会見でラム氏は、条例改正は必要であり、人権保護の対策は準備されていると説明。香港の自由が侵害される恐れはないと主張した。

また、改正案は「北京が主導したものではない」と述べ、「良心」と「香港への責任」から提案されたものだと強調した。

さらに、条例改正後は定期的に適用状況を立法会(議会)に報告するとの考えを明らかにした。

「外国勢力」の影響

一方、中国本土の国営メディアは10日、香港の大規模デモを強く非難。背後に「外国の勢力」が存在すると報じた。

国営の英字紙・中国日報は、「香港住民の中には、反対派やその外国の仲間たちにだまされ、引き渡し反対の運動に加わっている者がいる」と説明。
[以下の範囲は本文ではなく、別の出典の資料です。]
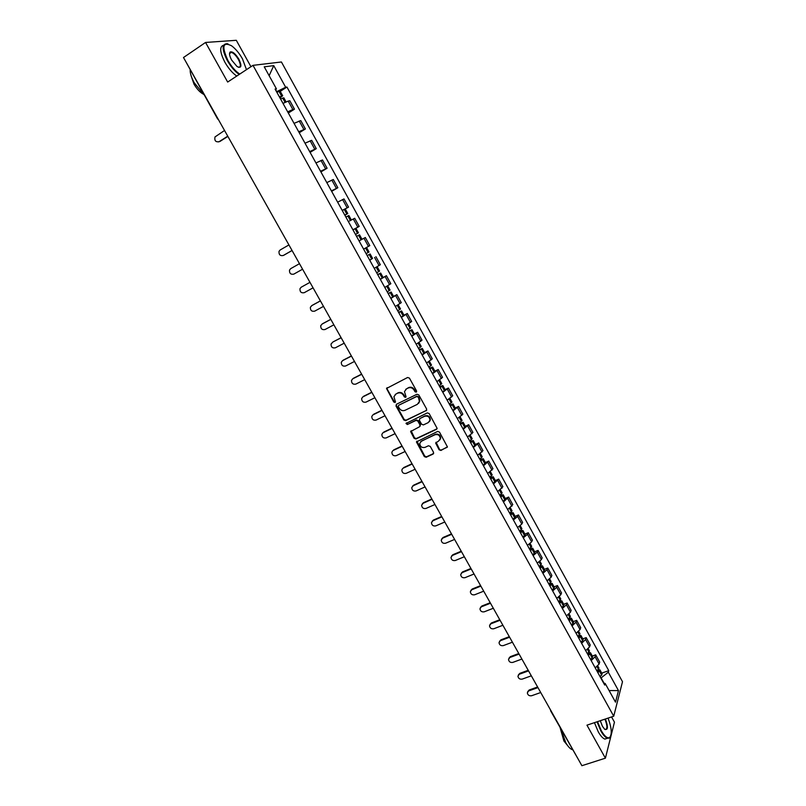 <?xml version="1.0" encoding="UTF-8"?>
<svg xmlns="http://www.w3.org/2000/svg" width="806" height="806" viewBox="0 0 806 806"><rect width="100%" height="100%" fill="white"/><g stroke="black" fill="none" stroke-linecap="round" stroke-linejoin="round"><path stroke-width="1.21" d="M416.218 392.139L416.551 390.91L409.438 378.115L407.614 377.48L386.517 388.472L393.771 402.043L395.031 402.486L395.474 401.892L393.912 396.764L395.927 394.043L397.62 393.207C399.957 392.351 401.882 393.036 403.403 395.242L404.32 396.884L405.579 397.338L406.033 396.723L404.461 391.635L406.506 388.845L408.219 387.998C410.566 387.142 412.511 387.817 414.032 390.044L414.949 391.696L416.218 392.139M439.129 449.798L440.942 450.453L447.411 446.846L439.451 432.056L437.638 431.411L416.43 441.93L424.359 456.619L426.152 457.264L433.094 454.07L433.578 452.368L430.253 446.413L428.449 445.768L425.004 447.37C421.84 447.995 420.097 446.685 419.765 443.431L421.478 441.073L435.028 434.726C438.172 434.081 439.945 435.371 440.328 438.605L438.565 441.073L435.633 443.038L439.129 449.798L441.305 449.99L447.33 447.179M613.729 716.212L586.959 725.168L605.397 758.174L581.892 765.7L183.496 57.518L205.55 42.456L227.665 82.051L253.003 65.346L613.729 716.212L622.504 681.715L281.425 61.981L253.003 65.346M426.162 410.788L426.646 409.045L418.777 394.9L416.964 394.265L396.451 404.259L395.988 405.992L403.826 419.986L405.63 420.631L426.686 410.284M429.145 413.528L437.144 428.409L436.479 429.326L415.916 438.998L414.123 438.353L410.617 431.553L419.553 426.747L420.027 425.024L417.81 421.044L416.007 420.4L407.373 424.52L406.002 423.472L427.331 412.884L429.145 413.528M250.938 66.707L236.299 40.3L205.55 42.456M605.397 758.174L614.454 722.156L611.553 716.937M578.899 760.37L550.599 710.791M217.701 119.097L184.957 60.107M287.682 111.853L292.85 109.515L288.195 101.082L283.007 103.39M288.195 101.082L289.838 100.76L294.472 109.163L288.336 113.031M292.85 109.515L294.472 109.163M299.248 132.758L305.393 128.95L300.779 120.588L294.049 123.348M298.704 131.761L305.393 128.95M310.109 152.384L316.264 148.647L311.68 140.325L305.031 143.196M309.655 151.568L316.264 148.647M320.909 171.92L327.085 168.232L322.511 159.961L315.952 162.953M320.556 171.275L327.085 168.232M331.659 191.354L337.845 187.727L333.301 179.496L326.823 182.599M331.397 190.881L337.845 187.727M342.268 210.527L348.545 207.122L344.021 198.931L337.633 202.155M342.187 210.396L348.545 207.122M352.978 229.901L359.204 226.415L354.7 218.265L349.482 220.995M352.927 229.801L359.204 226.415M363.607 249.114L369.803 245.618L365.32 237.508L359.073 240.923M372.029 258.776L369.742 260.217M374.871 267.975L380.341 264.721L375.888 256.651M380.271 279.239L386.406 275.692L380.341 279.37M384.815 287.45L390.839 283.722L386.406 275.692M393.57 296.406L396.864 294.653L390.89 298.432M395.333 306.471L401.277 302.643L396.864 294.653M403.967 315.227L407.282 313.504L401.378 317.403M405.801 325.402L411.665 321.463L407.282 313.504M414.324 333.966L417.639 332.274L411.816 336.273M416.218 344.233L422.001 340.182L417.639 332.274M424.631 352.615L427.946 350.942L422.203 355.053M426.586 362.972L432.288 358.821L427.946 350.942M434.877 371.163L438.202 369.531L432.54 373.742M436.892 381.621L442.524 377.359L438.202 369.531M445.083 389.62L448.408 388.018L442.816 392.331M447.159 400.169L452.71 395.806L448.408 388.018M455.229 407.997L458.564 406.415L453.053 410.838M457.365 418.636L462.846 414.173L458.564 406.415M465.334 426.273L468.669 424.722L463.238 429.245M467.53 437.003L472.931 432.439L468.669 424.722M475.389 444.469L478.724 442.937L473.364 447.562M477.636 455.289L482.965 450.625L478.724 442.937M485.383 462.573L488.738 461.072L483.449 465.797M487.701 473.485L492.96 468.709L488.738 461.072M495.347 480.588L498.692 479.107L493.484 483.932M497.715 491.589L502.894 486.713L498.692 479.107M505.251 498.511L508.606 497.07L503.468 501.987M507.679 509.604L512.787 504.637L508.606 497.07M515.105 516.354L518.47 514.933L517.623 516.505L513.402 519.951M517.593 527.527L521.794 524.061L522.631 522.469L518.47 514.933M524.918 534.106L528.283 532.716L527.467 534.338L523.296 537.834M527.456 545.37L531.617 541.854L532.423 540.211L528.283 532.716M534.68 551.778L538.055 550.407L537.27 552.08L533.129 555.616M537.28 563.122L541.4 559.566L542.176 557.873L538.055 550.407M544.403 569.358L547.778 568.018L547.022 569.741L542.922 573.328M547.052 580.794L551.133 577.187L551.868 575.444L547.778 568.018M554.075 586.859L557.45 585.549L556.724 587.322L552.664 590.939M556.775 598.374L560.815 594.727L561.53 592.934L557.45 585.549M563.696 604.278L567.081 602.989L566.386 604.812L562.366 608.48M566.457 615.875L570.457 612.187L571.132 610.343L567.081 602.989M573.278 621.617L576.663 620.348L575.998 622.212L572.018 625.93M576.088 633.284L580.048 629.557L580.703 627.662L576.663 620.348M582.809 638.866L586.194 637.627L585.569 639.541L581.62 643.289M585.67 650.613L589.599 646.845L590.214 644.911L586.194 637.627M592.289 656.034L595.684 654.815L595.09 656.779L591.181 660.577M595.211 667.862L599.1 664.053L599.694 662.069L595.684 654.815M276.569 91.753L275.743 89.567M275.511 89.829L276.408 88.831L264.237 66.817L273.748 65.639L285.677 87.27L276.851 91.572M604.026 683.166L601.115 677.896L608.328 672.204L608.762 670.652L286.946 87.048L285.677 87.27M608.328 672.204L618.484 690.601L615.512 702.157L605.185 683.478L603.613 683.055M276.408 88.831L275.078 89.063L604.732 685.08L605.185 683.478M280.256 91.35L286.946 87.048M601.739 673.121L608.762 670.652M273.748 65.639L269.133 75.683M609.094 690.541L618.484 690.601M416.611 391.736L415.352 391.283L414.425 389.63C412.914 387.414 410.979 386.729 408.632 387.585L408.219 387.998M405.73 389.348L408.632 387.585M395.192 394.517L398.043 392.794C400.37 391.938 402.295 392.623 403.806 394.829L404.723 396.471L405.972 396.935M387.102 387.646L387.112 388.976L394.194 401.62L395.414 402.083M396.381 404.29L396.411 405.569L404.239 419.553L406.033 420.188L426.555 410.365M417.901 397.005L416.631 396.552L398.627 405.317L398.305 406.536L399.272 408.259C400.773 410.456 402.698 411.131 405.025 410.304L417.337 404.35L419.412 401.479L418.304 396.592L416.631 396.552M398.668 405.277L417.034 396.139M418.616 403.332L419.805 401.056L419.271 398.325L418.868 398.748M418.304 396.592L419.271 398.325M411.131 430.747L414.516 437.89L416.309 438.535L437.033 428.772M420.087 426.223L420.42 424.581L418.203 420.601L416.4 419.966L407.373 424.52M406.456 422.858L407.776 424.077M428.218 422.636L429.971 420.198C429.618 416.914 427.845 415.604 424.671 416.269L419.886 418.546L419.402 420.279L421.629 424.258L423.432 424.903L428.218 422.636M429.407 421.649L430.354 419.765C430.001 416.47 428.238 415.161 425.054 415.836L424.671 416.269M419.755 418.626L425.054 415.836M436.106 442.232L439.502 449.335M439.834 439.975L440.701 438.142C440.318 434.908 438.555 433.628 435.401 434.273L435.028 434.726M420.661 441.628L435.401 434.273M416.924 441.134L424.742 456.146L426.535 456.79L433.658 453.486M279.581 97.194L281.093 96.68L279.843 97.667M224.542 130.471L215.001 136.939C214.315 140.677 215.686 142.259 219.081 141.695L218.708 141.886M280.569 98.977L283.823 97.808L286.059 101.858M279.974 97.909L282.694 95.763L279.43 96.922M276.841 92.237L280.125 91.118M227.876 136.395L219.847 141.503M227.745 136.174L219.081 141.695M246.475 69.648L242.475 58.858C239.221 53.146 235.594 48.793 231.594 45.801C222.778 41.519 221.529 46.375 227.866 60.39C231.544 66.747 235.503 71.311 239.765 74.071M239.211 74.444C234.939 71.543 230.99 66.938 227.352 60.631C221.831 49.428 221.771 43.786 227.181 43.715L228.058 43.967M231.594 59.997C229.509 56.007 229.015 53.347 230.133 52.007C232.481 51.221 235.402 53.629 238.898 59.231C242.072 66.203 241.437 68.621 236.994 66.485L231.594 59.997M238.385 67.281L238.455 67.291C240.964 67.241 240.944 64.631 238.395 59.473C236.047 55.503 233.71 53.136 231.372 52.36L230.053 52.602L229.529 53.659M203.918 94.604L194.236 82.776C191.516 77.839 190.156 73.618 190.156 70.142M203.444 94.211C200.059 92.438 196.916 89.073 193.994 84.126L191.082 75.643M236.773 76.046C232.501 73.155 228.541 68.56 224.904 62.264C219.806 52.168 219.373 46.496 223.594 45.247M597.508 721.632L601.296 730.71C604.54 736.241 607.271 738.538 609.507 737.601C612.228 734.588 611.754 728.09 608.077 718.106M610.636 736.19L609.296 738.095L607.492 738.256C605.427 737.55 603.231 735.143 600.893 731.042L597.024 721.803M605.407 718.992C608.308 727.062 608.046 730.468 604.621 729.198L602.465 726.327L600.279 720.715M572.502 749.711L572.472 749.711C570.326 749.056 568.089 746.699 565.752 742.648L560.956 729.198M567.555 745.49L563.908 740.996L560.13 727.727M604.913 739.092L607.492 738.256L604.913 739.092C602.838 738.397 600.641 735.999 598.304 731.898L594.435 722.66M604.953 729.47L605.246 729.581C607.543 729.047 607.442 725.571 604.923 719.154M344.807 215.121L346.187 214.416L344.857 215.212M288.931 244.933L280.166 249.981L279.027 251.331C278.775 254.686 280.186 256.076 283.279 255.492L283.682 255.29M345.875 217.056L348.867 215.514L351.335 219.988M344.887 215.262L347.769 213.53L344.777 215.071M292.074 250.515L283.954 255.159M345.27 209.006L347.769 213.53M292.044 250.475L283.279 255.492M355.486 234.435L356.846 233.7L355.506 234.465M299.479 263.683L290.694 268.65L289.525 270.05C289.324 273.355 290.754 274.715 293.787 274.141L302.582 269.204L293.787 274.141M356.574 236.39L359.516 234.778L361.995 239.281M355.517 234.475L358.428 232.813L355.476 234.415M357.461 233.327L355.093 228.743L355.94 228.31L358.428 232.813M367.214 255.633L370.115 253.961L367.204 255.613M364.453 248.691L363.627 249.155L364.453 248.691M301.172 287.228L309.978 282.342L301.172 287.228L299.973 288.689C299.832 291.923 301.253 293.263 304.255 292.689L313.06 287.833M369.692 260.116L372.584 258.434L370.115 253.961M363.637 249.165L366.549 247.513L369.027 251.996L366.125 253.658M366.549 247.513L363.617 249.135M377.712 274.614L379.082 273.909L377.762 274.715M311.972 305.484L310.381 307.227C310.28 310.411 311.71 311.71 314.672 311.156L323.498 306.371M377.792 274.765L380.654 273.033L377.682 274.564M383.112 277.486L380.654 273.033M377.137 266.675L379.576 271.088L376.714 272.811M312.234 305.323L320.405 300.87M311.6 305.716L320.425 300.91M388.19 293.565L389.57 292.89L388.28 293.727M322.158 324.002L320.728 325.674C320.677 328.798 322.118 330.077 325.03 329.523L333.875 324.818M388.331 293.817L391.142 292.024L388.149 293.485M390.789 298.26L393.59 296.447L391.142 292.024M387.696 285.787L390.074 290.079L387.253 291.863M322.601 323.7L330.782 319.317M321.987 324.113L330.823 319.388M398.617 312.426L400.018 311.781L398.738 312.637M341.16 337.774L332.918 341.986L331.034 344.031C331.024 347.094 332.465 348.353 335.346 347.809L344.202 343.185M398.809 312.758L401.579 310.915L398.567 312.315M401.257 317.181L404.018 315.317L401.579 310.915M400.511 308.97L397.741 310.824M332.918 341.986L341.109 337.674M408.995 331.185L410.405 330.571L409.156 331.457M342.49 360.695L341.291 362.297C341.321 365.309 342.762 366.549 345.613 366.005L354.479 361.451M409.236 331.619L411.967 329.704L408.924 331.044M411.675 336.011L414.395 334.087L411.967 329.704M408.652 323.71L410.909 327.78L408.168 329.684M343.175 360.181L351.386 355.95M342.59 360.645L351.456 356.071M419.322 349.854L420.742 349.27L419.513 350.187M352.625 378.88L351.497 380.462C351.567 383.424 353.008 384.643 355.829 384.109L364.715 379.636M419.614 350.378L422.304 348.404L419.231 349.693M422.032 354.751L424.712 352.766L422.304 348.404M419.06 342.53L421.246 346.499L418.556 348.454M353.391 378.286L361.612 374.125M352.816 378.78L361.703 374.286M429.598 368.433L431.029 367.879L429.82 368.826M362.72 396.985L361.662 398.547C361.763 401.459 363.214 402.657 365.984 402.134L374.891 397.731M429.941 369.047L432.59 367.022L429.497 368.241M432.348 373.4L434.988 371.365L432.59 367.022M429.407 361.259L431.532 365.118L428.883 367.133M363.556 396.31L371.788 392.22M362.992 396.824L371.888 392.401M439.824 386.92L441.265 386.386L440.076 387.374M372.775 414.999L371.778 416.541C371.909 419.402 373.359 420.581 376.11 420.067L385.016 415.745M440.217 387.626L442.816 385.54L439.703 386.699M442.615 391.958L445.204 389.852L442.816 385.54M441.759 383.626L439.159 385.721M373.672 414.254L381.923 410.224M373.128 414.788L382.034 410.435M450 405.307L451.451 404.814L450.282 405.821M382.779 432.923L381.843 434.444C382.014 437.265 383.455 438.414 386.175 437.91L395.101 433.658M450.433 406.103L453.002 403.967L449.859 405.065M452.821 410.415L455.38 408.259L453.002 403.967M451.944 402.053L449.385 404.209M383.737 432.107L391.998 428.147M383.213 432.661L392.139 428.389M460.125 423.613L461.586 423.15L460.438 424.178M392.734 450.766L391.857 452.257C392.059 455.037 393.499 456.166 396.189 455.672L405.136 451.501M460.609 424.5L463.138 422.304L459.964 423.341M462.987 428.792L465.485 426.555M462.09 420.4L459.571 422.616M393.761 449.869L402.033 445.98M393.247 450.443L402.184 446.252M470.2 441.829L471.671 441.396L470.543 442.454M402.647 468.518L401.831 469.989C402.053 472.719 403.504 473.837 406.164 473.354L415.12 469.253M470.734 442.796L473.223 440.55L470.029 441.527M473.092 447.068L475.56 444.781M470.291 435.25L472.185 438.686L469.697 440.922M403.735 467.551L412.017 463.732M403.232 468.145L412.178 464.024M480.225 459.954L481.706 459.541L480.598 460.639M412.521 486.189L413.659 485.152L411.755 487.63C412.007 490.32 413.448 491.418 416.087 490.945L425.064 486.915M480.809 461.012L483.257 458.705L480.044 459.632M483.157 465.264L485.575 462.916M482.21 456.821L479.772 459.148M413.659 485.152L421.961 481.394M413.166 485.766L422.132 481.716M490.199 477.998L491.7 477.615L490.602 478.724M422.354 503.77L423.533 502.662L421.639 505.191C421.911 507.83 423.351 508.918 425.971 508.455L434.948 504.496M490.834 479.137L493.242 476.779L489.998 477.636M493.171 483.368L495.549 480.96M492.194 474.895L489.806 477.283M423.533 502.662L431.845 498.974M423.059 503.307L432.036 499.317M500.133 495.952L501.634 495.589L500.566 496.738M432.147 521.27L433.366 520.092L431.472 522.661C431.764 525.27 433.205 526.338 435.794 525.885L444.801 521.996M500.808 497.171L503.176 494.763L499.911 495.559M503.135 501.382L505.473 498.924M502.138 492.889L499.78 495.327M433.366 520.092L441.688 516.475M432.903 520.757L441.9 516.848M510.007 513.815L511.528 513.482L510.47 514.651M441.89 538.69L443.149 537.441L441.255 540.05C441.567 542.619 443.008 543.677 445.577 543.234L454.594 539.416M510.732 515.125L513.059 512.656L509.785 513.402M513.049 519.306L515.346 516.787M512.032 510.782L509.714 513.281M443.149 537.441L451.491 533.884M442.706 538.126L451.713 534.287M519.84 531.587L521.371 531.285L520.333 532.484M451.592 556.019L452.891 554.709L450.997 557.359C451.33 559.888 452.771 560.926 455.319 560.492L464.347 556.745M520.605 532.978L522.903 530.459L519.598 531.154L521.28 529.693L519.437 526.348M522.913 537.149L525.18 534.58M521.875 528.605L521.28 529.693M452.891 554.709L461.234 551.223M452.458 555.415L461.475 551.647M529.623 549.279L531.164 549.007L530.147 550.226M461.254 573.268L462.584 571.897L460.7 574.577C461.052 577.066 462.483 578.103 465.012 577.68L474.049 573.993M530.439 550.76L532.695 548.181L529.794 548.644M532.736 554.901L534.962 552.281M531.668 546.327L529.431 548.936M462.584 571.897L470.946 568.472M462.16 572.623L471.198 568.915M539.365 566.89L540.917 566.638L539.919 567.887M470.865 590.435L472.225 589.005L470.351 591.715C470.714 594.173 472.155 595.191 474.663 594.778L483.711 591.171M540.222 568.442L542.438 565.822L539.869 566.094M542.509 572.572L544.695 569.892M539.929 561.278L541.441 564.019L539.224 566.638M472.225 589.005L480.598 585.64M471.822 589.75L480.87 586.113M549.057 584.41L550.619 584.189L549.642 585.458M480.447 607.512L481.827 606.031L479.953 608.772C480.336 611.2 481.776 612.207 484.265 611.804L493.322 608.258M549.964 586.043L552.14 583.373L549.843 583.484M552.231 590.153L554.377 587.423M551.123 581.529L548.967 584.249M481.827 606.031L490.219 602.727M481.434 606.787L490.491 603.231M558.699 601.85L560.271 601.649L559.314 602.948M489.977 624.519L491.388 622.978L489.524 625.758C489.917 628.136 491.348 629.133 493.816 628.751L502.894 625.265M559.646 603.563L561.792 600.843L559.717 600.813M561.913 607.653L564.019 604.873M560.785 599.009L558.659 601.77M491.388 622.978L499.78 619.743M491.005 623.753L500.073 620.257M570.396 616.399L568.311 619.22L569.882 619.038L568.935 620.358M499.468 641.435L500.899 639.843L499.035 642.654C499.448 645.002 500.879 645.989 503.337 645.606L512.415 642.201M569.298 621.003L571.404 618.222L569.51 618.091M571.545 625.073L573.62 622.232M500.899 639.843L509.311 636.669M500.536 640.649L509.614 637.214M578.124 636.387L579.443 636.337L578.517 637.687M508.918 658.28L510.369 656.638L508.515 659.469C508.939 661.786 510.369 662.764 512.797 662.401L521.895 659.056M578.889 638.352L580.965 635.531L579.222 635.309M581.126 642.402L583.161 639.511M579.957 633.707L577.912 636.579M510.369 656.638L518.792 653.525M510.017 657.454L519.104 654.089M587.856 653.495L588.964 653.555L588.058 654.925M518.318 675.035L519.799 673.353L517.946 676.204C518.379 678.501 519.81 679.468 522.228 679.105L531.335 675.821M588.44 655.621L590.476 652.749L588.864 652.457M590.667 659.651L592.672 656.709M589.478 650.936L587.463 653.857M519.799 673.353L528.222 670.29M519.457 674.189L528.555 670.884M597.498 670.562L598.435 670.683L597.548 672.083M527.688 691.719L529.179 689.986L527.336 692.868C527.779 695.125 529.199 696.082 531.607 695.739L540.725 692.525M597.951 672.808L599.946 669.887L598.445 669.534M600.168 676.818L602.132 673.826M598.949 668.083L596.974 671.045M529.179 689.986L537.612 686.984M528.847 690.843L537.965 687.609M589.599 646.845L585.569 639.541M580.048 629.557L575.998 622.212M570.457 612.187L566.386 604.812M560.815 594.727L556.724 587.322M551.133 577.187L547.022 569.741M541.4 559.566L537.27 552.08M531.617 541.854L527.467 534.338M521.794 524.061L517.623 516.505M511.921 506.178L507.73 498.592M501.997 488.214L497.786 480.588M492.023 470.15L487.791 462.493M481.998 452.015L477.746 444.308M471.933 433.779L467.661 426.031M461.808 415.453L457.516 407.675M451.642 397.036L447.33 389.217M441.426 378.538L437.084 370.679M431.15 359.939L426.797 352.041M420.833 341.25L416.45 333.311M410.456 322.471L406.053 314.491M400.038 303.59L395.605 295.57M389.56 284.619L385.107 276.569M379.032 265.557L374.558 257.457M368.443 246.394L363.949 238.254M357.814 227.131L353.3 218.96M347.124 207.777L342.58 199.556M336.374 188.322L331.82 180.06M325.584 168.766L321 160.465M314.723 149.12L310.119 140.778M303.822 129.363L299.187 120.981M599.1 664.053L595.09 656.779M550.256 709.451L551.163 711.063M218.738 120.165L217.942 118.734M285.183 102.261L282.825 98.01M281.697 95.964L279.108 91.29M281.566 96.015L278.977 91.34M285.052 102.322L282.694 98.06M350.499 220.441L348.001 215.927M346.902 213.943L344.404 209.409M346.781 214.003L344.283 209.469M350.378 220.501L347.88 215.988M361.169 239.735L358.68 235.231M357.582 233.256L355.093 228.743M361.048 239.805L358.559 235.302M371.768 258.928L369.289 254.444M368.211 252.48L365.723 247.986M368.09 252.54L365.612 248.057M371.657 258.988L369.178 254.515M382.326 278.01L379.858 273.556M378.78 271.602L376.321 267.149M378.659 271.672L376.2 267.219M382.205 278.08L379.737 273.627M392.824 297.011L390.366 292.578M389.298 290.623L386.88 286.261M389.177 290.704L386.769 286.332M392.703 297.082L390.255 292.649M403.272 315.912L400.834 311.499M399.756 309.564L397.398 305.283M399.645 309.635L397.277 305.353M403.151 315.982L400.713 311.569M413.659 334.722L411.241 330.329M410.173 328.395L407.856 324.203M410.063 328.475L407.735 324.274M413.549 334.792L411.12 330.4M424.006 353.431L421.588 349.058M420.531 347.144L418.264 343.034M420.42 347.225L418.143 343.104M423.896 353.512L421.478 349.139M434.303 372.05L431.895 367.707M430.837 365.793L428.611 361.763M430.736 365.874L428.5 361.834M434.192 372.13L431.784 367.788M444.539 390.578L442.151 386.255M441.104 384.351L438.917 380.412M440.993 384.442L438.807 380.482M444.438 390.668L442.041 386.336M454.735 409.015L452.357 404.713M451.31 402.829L449.174 398.96M451.199 402.909L449.063 399.03M454.624 409.105L452.247 404.793M464.871 427.371L462.503 423.079M461.465 421.206L459.37 417.417M461.364 421.286L459.259 417.488M464.77 427.452L462.402 423.17M474.966 445.627L472.608 441.366M471.57 439.492L469.525 435.784M471.47 439.582L469.414 435.855M474.865 445.708L472.507 441.446M470.906 442.172L470.613 441.638M485.01 463.793L482.663 459.551M481.635 457.687L479.63 454.06M481.535 457.778L479.52 454.131M484.91 463.883L482.562 459.642M480.96 460.347L480.648 459.773M495.005 481.877L492.668 477.646M491.64 475.802L489.675 472.245M491.539 475.893L489.564 472.316M494.904 481.968L492.567 477.736M490.965 478.432L490.622 477.807M504.949 499.861L502.622 495.66M501.604 493.816L499.68 490.34M501.503 493.917L499.569 490.421M504.848 499.962L502.521 495.75M500.919 496.436L500.546 495.771M514.843 517.764L512.535 513.583M511.518 511.75L509.634 508.354M511.417 511.85L509.533 508.435M514.742 517.865L512.435 513.684M510.823 514.349L510.43 513.634M524.686 535.587L522.389 531.426M521.381 529.602L519.548 526.278M524.595 535.688L522.288 531.527M520.686 532.172L520.263 531.416M534.489 553.319L532.202 549.178M531.194 547.365L529.401 544.11M531.104 547.455L529.29 544.191M534.398 553.42L532.101 549.279M530.499 549.914L530.046 549.108M544.241 570.96L541.964 566.84M540.967 565.036L539.214 561.863M540.876 565.137L539.103 561.943M544.151 571.061L541.874 566.94M540.262 567.565L539.788 566.719M553.954 588.531L551.687 584.421M550.689 582.627L548.977 579.524M550.599 582.728L548.866 579.605M553.863 588.632L551.596 584.531M549.974 585.136L549.48 584.249M563.616 606.001L561.359 601.921M560.361 600.127L558.689 597.105M560.271 600.238L558.588 597.186M563.525 606.112L561.268 602.022M559.646 602.626L559.132 601.689M573.227 623.401L570.98 619.34M569.993 617.557L568.361 614.595M569.902 617.658L568.26 614.676M573.137 623.501L570.89 619.441M569.268 620.026L568.724 619.048M582.798 640.71L580.562 636.669M579.574 634.896L577.983 632.005M579.494 634.997L577.882 632.085M582.708 640.82L580.471 636.77M578.849 637.345L578.285 636.327M592.319 657.938L590.093 653.918M589.115 652.145L587.564 649.334M589.025 652.255L587.463 649.414M592.229 658.049L590.002 654.019M588.38 654.583L587.806 653.545M601.79 675.085L599.583 671.076M598.606 669.323L597.095 666.582M598.526 669.433L596.994 666.663M601.709 675.196L599.493 671.186M597.871 671.741L597.317 670.733M282.694 95.763L280.115 91.098M230.053 52.602L230.133 52.007M231.372 52.36L229.529 53.599M400.511 308.98L398.204 304.799M441.769 383.646L439.703 379.898M451.965 402.083L449.95 398.436M465.495 426.575L463.138 422.304M462.1 420.42L460.145 416.883M475.57 444.801L473.223 440.55M485.595 462.946L483.257 458.705M482.23 456.851L480.386 453.516M495.569 480.991L493.242 476.779M492.214 474.925L490.431 471.701M505.493 498.954L503.176 494.763M502.158 492.919L500.425 489.786M515.366 516.827L513.059 512.656M512.052 510.823L510.379 507.79M525.2 534.62L522.903 530.459M521.895 528.635L520.273 525.713M534.983 552.322L532.695 548.181M531.698 546.367L530.126 543.536M544.715 569.933L542.438 565.822M554.407 587.473L552.14 583.373M551.153 581.579L549.692 578.94M564.049 604.913L561.792 600.843M560.805 599.049L559.404 596.511M573.64 622.282L571.404 618.222M570.416 616.449L569.066 614.001M583.191 639.561L580.965 635.531M579.988 633.758L578.688 631.4M592.702 656.769L590.476 652.749M589.508 650.986L588.259 648.729M602.163 673.887L599.946 669.887M598.979 668.134L597.78 665.968"/></g></svg>

「公平な心の持ち主なら誰でも」、「とうに遅すぎるくらいの」今回の条例改正案を支持するだろうと論評した。

また、改正案には、「法の抜け穴をふさぎ、香港が犯罪者の安全地帯になるのを防ぐ」狙いがあると論じた。

9日の大規模デモの報道は、中国本土では厳しく規制されている。外国メディアへのアクセスは妨害され、ソーシャルメディアでデモを検索すると、中国政府に友好的な香港のサイトへと誘導される。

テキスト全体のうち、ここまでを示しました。